I think single parent is fine. It’s a household with one single parent in it.
I have been a single parent and a lone parent.
’Co-parent’ doesn’t work because couples also Co-parent.
Quite frankly my life is easier without the EX involved. I don’t agree with the narrative that single parents with the ex involved always have it easier.
Exh had ds 3 nights a week. Ds became anxious about school because exh would drop him late. Uniform, trainers, clothes, toys etc would go missing at my exhs house all the time and he wouldn’t replace them, so it was up to me. There was always problems with his latest girlfriends that upset both my kids. My eldest stopped seeing him early on after he tried to tell her she had to treat his new girlfriends children like brothers and sisters, 6 months after he had split with another woman whose kids were to be considered her brothers and sisters.
He caused the kids all sorts of emotional problems. I had to pay for counselling. There was no Child support payment as he was self employed and his income is officially low.
I still had to pay all my own bills, run the house, organise the kids (even if things were happening on his time), sort Christmas presents, birthday party presents etc but trying to do it with someone who is determined to make it more difficult is soul destroying. The fact that I often got 3 nights a week on my own, mostly which were at the weekend, meant that I spent those 3 days working then catching up on everything I could to make life easier when ds came home.
Since his involvement has reduced to an occasional couple of hours visit, it’s been loads easier. Dd went to uni, with the only input from him being a box of food that was mainly beans. There’s been no dramas, no issues and so much easier that he wasn’t involved. Me and dd have sorted it all between us.

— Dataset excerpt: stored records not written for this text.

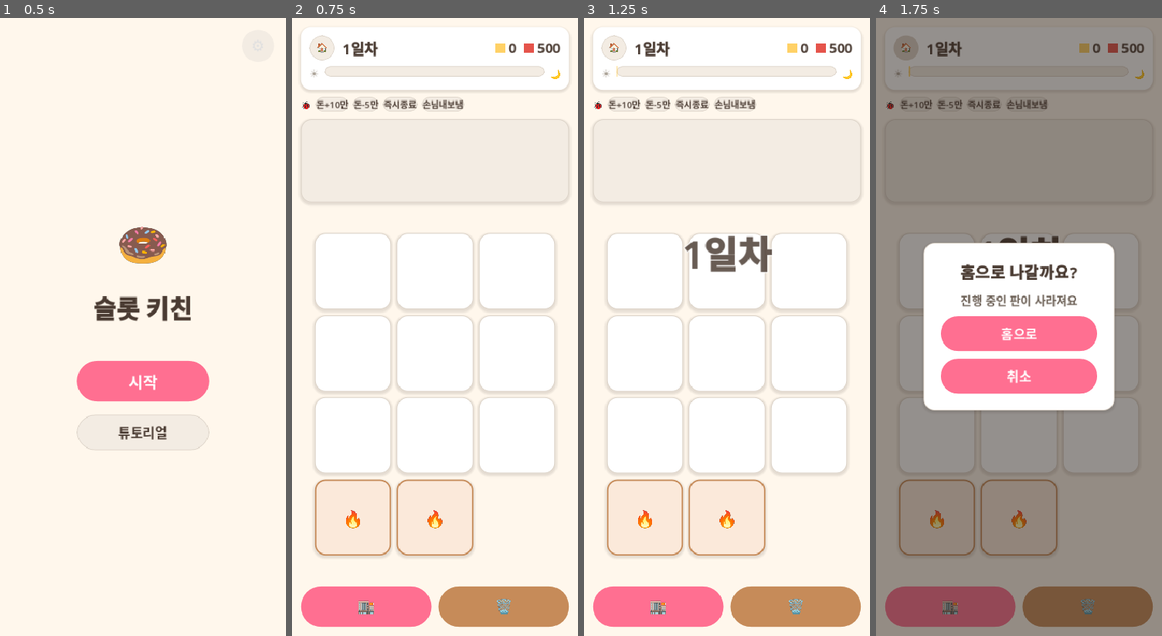
Above: before the commit, frames 1-4 (left to right).
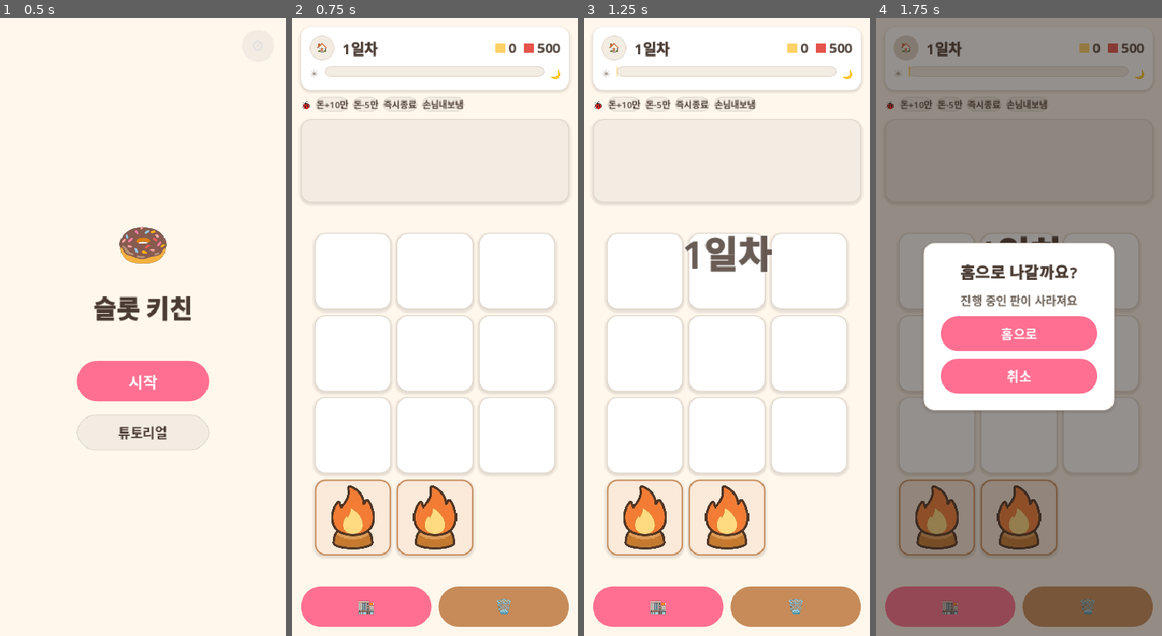
Above: after the commit, the same moments.

Repository: yellyB/game-slot-kitchen
Game: Godot game, scene res://scenes/Main.tscn
Two runs of this game, one before a commit and one after it. Both use one fixed random seed, a clock stepped at 60 frames per second and the inputs below. Sound files missing from this copy of the repository are replaced by a short silence.
Inputs:
- Up to frame 1 (0.5 s): no input
- Up to frame 2 (0.75 s): click "시작" at 0.5 s
- Up to frame 3 (1.25 s): no input
- Up to frame 4 (1.75 s): click "🏠" at 1.25 s

Frame 1 is identical in both runs. In frame 2, 2.4% of the frame differs, in the area x 13-58%, y 75-86%; in frame 3, 2.4%; in frame 4, 2.3%.

Commit message:
도구석 idle: 🔥 이모지 → 화구(불꽃) 손그림 텍스처
- assets/art/tools/burner.png 추가(투명 배경, 트림)
- ToolStation._show_idle: 텍스처 있으면 TextureRect(비율유지 중앙), 없으면
  🔥 이모지 폴백 — 재료 아트 로딩과 동일 패턴

Co-Authored-By: Claude Opus 4.8 (1M context) <noreply@anthropic.com>

Diff:
--- a/scripts/tool_station.gd
+++ b/scripts/tool_station.gd
@@ -65,14 +65,26 @@
   recipe_id = ""
   _clear_holder()
   _style.border_color = Palette.SUB
-  var lbl := Label.new()
-  lbl.text = "🔥"
-  lbl.mouse_filter = Control.MOUSE_FILTER_IGNORE
-  lbl.set_anchors_and_offsets_preset(Control.PRESET_FULL_RECT)
-  lbl.add_theme_font_size_override("font_size", 28)
-  lbl.horizontal_alignment = HORIZONTAL_ALIGNMENT_CENTER
-  lbl.vertical_alignment = VERTICAL_ALIGNMENT_CENTER
-  _holder.add_child(lbl)
+  # 화구(불꽃) 손그림 있으면 텍스처, 없으면 🔥 이모지 폴백. [[재료 아트 로딩과 동일 패턴]]
+  var path := "res://assets/art/tools/burner.png"
+  var icon: Control
+  if ResourceLoader.exists(path):
+    var tr := TextureRect.new()
+    tr.texture = load(path)
+    tr.expand_mode = TextureRect.EXPAND_IGNORE_SIZE
+    tr.stretch_mode = TextureRect.STRETCH_KEEP_ASPECT_CENTERED
+    tr.texture_filter = CanvasItem.TEXTURE_FILTER_LINEAR_WITH_MIPMAPS   # 작게 축소 시 깨짐 방지
+    icon = tr
+  else:
+    var lbl := Label.new()
+    lbl.text = "🔥"
+    lbl.add_theme_font_size_override("font_size", 28)
+    lbl.horizontal_alignment = HORIZONTAL_ALIGNMENT_CENTER
+    lbl.vertical_alignment = VERTICAL_ALIGNMENT_CENTER
+    icon = lbl
+  icon.mouse_filter = Control.MOUSE_FILTER_IGNORE
+  icon.set_anchors_and_offsets_preset(Control.PRESET_FULL_RECT)
+  _holder.add_child(icon)
 
 
 ## 조리 시작 (재료 소비는 호출 측에서 이미 처리). empty=현재 빈 슬롯 수(카드37 가속).
Binary file added: assets/art/tools/burner.png
Not shown, added: assets/art/tools/burner.png.import

The term lone parent isn’t always accurate. I know people who have no involvement from their ex, but loads of family support. Weekly sleep overs for several nights. Babysitting when they need, free child care, help with the bill. In some cases the lone parents, parents take the place of the absent parent.
The point I am making is that all situations where you parent alone, have situations where it’s easier or harder. Some co parent with and ex and it’s harder than doing it alone. Some do it without their ex but have it fairly easy because of their family. Some people who are entirely alone, find that easier.
Squabbling over what people call themselves because you view them as not having a hard enough life, isn’t helpful to anyone and no one label will encapsulate their own situation, exactly.